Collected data
━━━━━━━━━━━━━━━━━━━━

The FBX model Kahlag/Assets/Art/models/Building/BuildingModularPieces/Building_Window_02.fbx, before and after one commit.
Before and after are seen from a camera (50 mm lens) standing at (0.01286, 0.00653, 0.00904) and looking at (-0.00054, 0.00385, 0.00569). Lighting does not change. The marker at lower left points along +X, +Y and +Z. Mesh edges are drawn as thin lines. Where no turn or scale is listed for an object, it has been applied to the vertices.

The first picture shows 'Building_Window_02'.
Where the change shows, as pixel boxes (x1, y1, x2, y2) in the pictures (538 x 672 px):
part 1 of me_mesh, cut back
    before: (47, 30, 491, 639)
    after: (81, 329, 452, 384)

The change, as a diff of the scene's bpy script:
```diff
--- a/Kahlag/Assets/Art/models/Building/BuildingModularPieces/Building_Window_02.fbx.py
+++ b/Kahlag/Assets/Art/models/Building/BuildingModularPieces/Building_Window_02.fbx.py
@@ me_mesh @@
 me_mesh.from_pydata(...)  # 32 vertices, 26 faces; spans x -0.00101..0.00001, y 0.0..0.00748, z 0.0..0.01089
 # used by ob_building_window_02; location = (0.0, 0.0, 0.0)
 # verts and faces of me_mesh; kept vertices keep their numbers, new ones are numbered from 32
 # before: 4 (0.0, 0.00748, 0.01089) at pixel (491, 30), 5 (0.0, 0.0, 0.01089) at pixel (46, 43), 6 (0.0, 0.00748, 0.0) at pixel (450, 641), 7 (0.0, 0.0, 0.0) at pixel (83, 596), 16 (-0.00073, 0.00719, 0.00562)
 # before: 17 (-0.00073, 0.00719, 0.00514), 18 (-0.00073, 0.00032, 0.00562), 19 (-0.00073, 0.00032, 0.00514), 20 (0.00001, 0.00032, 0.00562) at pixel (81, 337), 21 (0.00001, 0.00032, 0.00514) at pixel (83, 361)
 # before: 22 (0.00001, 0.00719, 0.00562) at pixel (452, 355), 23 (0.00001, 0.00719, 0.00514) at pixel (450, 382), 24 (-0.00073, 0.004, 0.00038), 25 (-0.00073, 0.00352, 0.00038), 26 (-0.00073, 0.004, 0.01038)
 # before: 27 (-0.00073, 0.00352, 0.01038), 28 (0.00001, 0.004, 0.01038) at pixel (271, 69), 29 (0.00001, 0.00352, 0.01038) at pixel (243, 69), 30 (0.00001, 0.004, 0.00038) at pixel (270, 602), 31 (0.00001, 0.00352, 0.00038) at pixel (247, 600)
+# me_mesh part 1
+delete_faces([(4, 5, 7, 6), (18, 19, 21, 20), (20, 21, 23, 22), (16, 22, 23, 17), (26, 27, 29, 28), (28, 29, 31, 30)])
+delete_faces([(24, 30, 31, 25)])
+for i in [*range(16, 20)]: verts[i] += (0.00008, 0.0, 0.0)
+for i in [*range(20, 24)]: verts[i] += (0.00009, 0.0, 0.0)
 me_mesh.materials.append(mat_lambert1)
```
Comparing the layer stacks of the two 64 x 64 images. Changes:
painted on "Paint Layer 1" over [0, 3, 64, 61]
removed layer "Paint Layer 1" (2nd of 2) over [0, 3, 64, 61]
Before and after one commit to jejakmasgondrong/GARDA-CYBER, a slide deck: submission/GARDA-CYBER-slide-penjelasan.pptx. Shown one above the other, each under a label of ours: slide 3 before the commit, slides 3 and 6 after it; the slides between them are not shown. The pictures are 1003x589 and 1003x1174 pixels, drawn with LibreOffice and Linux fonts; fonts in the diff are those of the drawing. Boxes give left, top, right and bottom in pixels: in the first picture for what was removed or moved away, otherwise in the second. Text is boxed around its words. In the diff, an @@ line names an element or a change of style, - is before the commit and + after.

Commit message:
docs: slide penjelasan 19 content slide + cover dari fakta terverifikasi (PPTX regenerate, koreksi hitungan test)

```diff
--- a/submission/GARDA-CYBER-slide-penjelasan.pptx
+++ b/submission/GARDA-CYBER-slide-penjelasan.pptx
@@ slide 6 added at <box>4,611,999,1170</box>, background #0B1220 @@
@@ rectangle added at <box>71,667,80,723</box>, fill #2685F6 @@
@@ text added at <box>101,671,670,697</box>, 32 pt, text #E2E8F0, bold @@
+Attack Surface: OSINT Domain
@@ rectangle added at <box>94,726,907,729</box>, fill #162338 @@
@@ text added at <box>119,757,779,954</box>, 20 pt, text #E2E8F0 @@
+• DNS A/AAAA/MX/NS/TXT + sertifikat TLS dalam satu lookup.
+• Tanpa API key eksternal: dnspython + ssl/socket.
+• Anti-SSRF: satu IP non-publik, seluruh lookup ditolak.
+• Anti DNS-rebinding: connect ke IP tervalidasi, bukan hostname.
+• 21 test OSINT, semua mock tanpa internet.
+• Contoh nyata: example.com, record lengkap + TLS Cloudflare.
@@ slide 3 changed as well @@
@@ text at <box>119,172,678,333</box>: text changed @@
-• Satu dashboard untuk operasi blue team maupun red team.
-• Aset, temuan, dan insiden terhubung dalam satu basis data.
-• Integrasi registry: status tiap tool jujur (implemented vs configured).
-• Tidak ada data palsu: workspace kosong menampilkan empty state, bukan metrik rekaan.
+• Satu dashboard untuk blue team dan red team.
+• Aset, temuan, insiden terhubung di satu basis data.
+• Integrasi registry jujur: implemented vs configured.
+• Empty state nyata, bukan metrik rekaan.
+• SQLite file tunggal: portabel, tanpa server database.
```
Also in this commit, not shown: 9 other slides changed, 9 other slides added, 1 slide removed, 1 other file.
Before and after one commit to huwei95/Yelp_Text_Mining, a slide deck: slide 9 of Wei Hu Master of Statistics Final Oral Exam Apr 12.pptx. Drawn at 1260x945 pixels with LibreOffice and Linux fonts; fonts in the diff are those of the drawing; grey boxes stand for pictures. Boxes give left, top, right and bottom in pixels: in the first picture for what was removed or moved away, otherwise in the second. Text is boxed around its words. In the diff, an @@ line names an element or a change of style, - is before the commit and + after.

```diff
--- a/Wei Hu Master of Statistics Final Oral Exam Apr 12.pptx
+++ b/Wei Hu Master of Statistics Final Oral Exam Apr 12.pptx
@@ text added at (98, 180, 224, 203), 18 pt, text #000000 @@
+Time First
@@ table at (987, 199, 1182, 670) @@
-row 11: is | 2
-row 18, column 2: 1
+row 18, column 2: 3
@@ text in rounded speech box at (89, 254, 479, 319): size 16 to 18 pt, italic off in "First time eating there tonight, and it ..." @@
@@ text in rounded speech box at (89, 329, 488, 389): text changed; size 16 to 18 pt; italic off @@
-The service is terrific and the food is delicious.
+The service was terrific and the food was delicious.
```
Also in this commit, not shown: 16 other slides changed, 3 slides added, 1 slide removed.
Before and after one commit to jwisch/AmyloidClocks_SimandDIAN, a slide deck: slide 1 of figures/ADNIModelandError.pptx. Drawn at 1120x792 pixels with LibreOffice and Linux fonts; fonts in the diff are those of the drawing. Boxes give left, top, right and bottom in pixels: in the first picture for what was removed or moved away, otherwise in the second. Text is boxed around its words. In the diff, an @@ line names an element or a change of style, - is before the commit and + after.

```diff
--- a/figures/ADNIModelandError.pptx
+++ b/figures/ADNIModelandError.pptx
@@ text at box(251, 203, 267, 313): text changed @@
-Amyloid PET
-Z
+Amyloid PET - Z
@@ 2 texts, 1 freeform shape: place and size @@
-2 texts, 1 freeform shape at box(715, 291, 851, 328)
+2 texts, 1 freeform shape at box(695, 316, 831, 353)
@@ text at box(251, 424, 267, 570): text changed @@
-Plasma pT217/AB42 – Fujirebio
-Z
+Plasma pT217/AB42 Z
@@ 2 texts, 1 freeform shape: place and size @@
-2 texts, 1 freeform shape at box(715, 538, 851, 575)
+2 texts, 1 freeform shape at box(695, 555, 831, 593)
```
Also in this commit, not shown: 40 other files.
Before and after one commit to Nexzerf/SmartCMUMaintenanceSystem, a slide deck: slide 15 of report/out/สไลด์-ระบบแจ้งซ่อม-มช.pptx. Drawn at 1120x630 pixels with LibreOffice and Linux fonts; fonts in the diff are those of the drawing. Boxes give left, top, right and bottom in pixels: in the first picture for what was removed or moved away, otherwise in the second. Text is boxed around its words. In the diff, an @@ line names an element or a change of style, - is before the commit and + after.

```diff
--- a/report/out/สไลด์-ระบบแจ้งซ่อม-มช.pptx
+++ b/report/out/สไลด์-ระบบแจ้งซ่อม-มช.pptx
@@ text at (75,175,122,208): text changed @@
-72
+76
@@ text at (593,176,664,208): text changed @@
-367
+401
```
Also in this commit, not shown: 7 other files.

━━━━━━━━━━━━━━━━━━━━

▶ Exercise: Taking every line of the records above into account, tally those that contain "italic" and give only the total.

▶ Task response: 2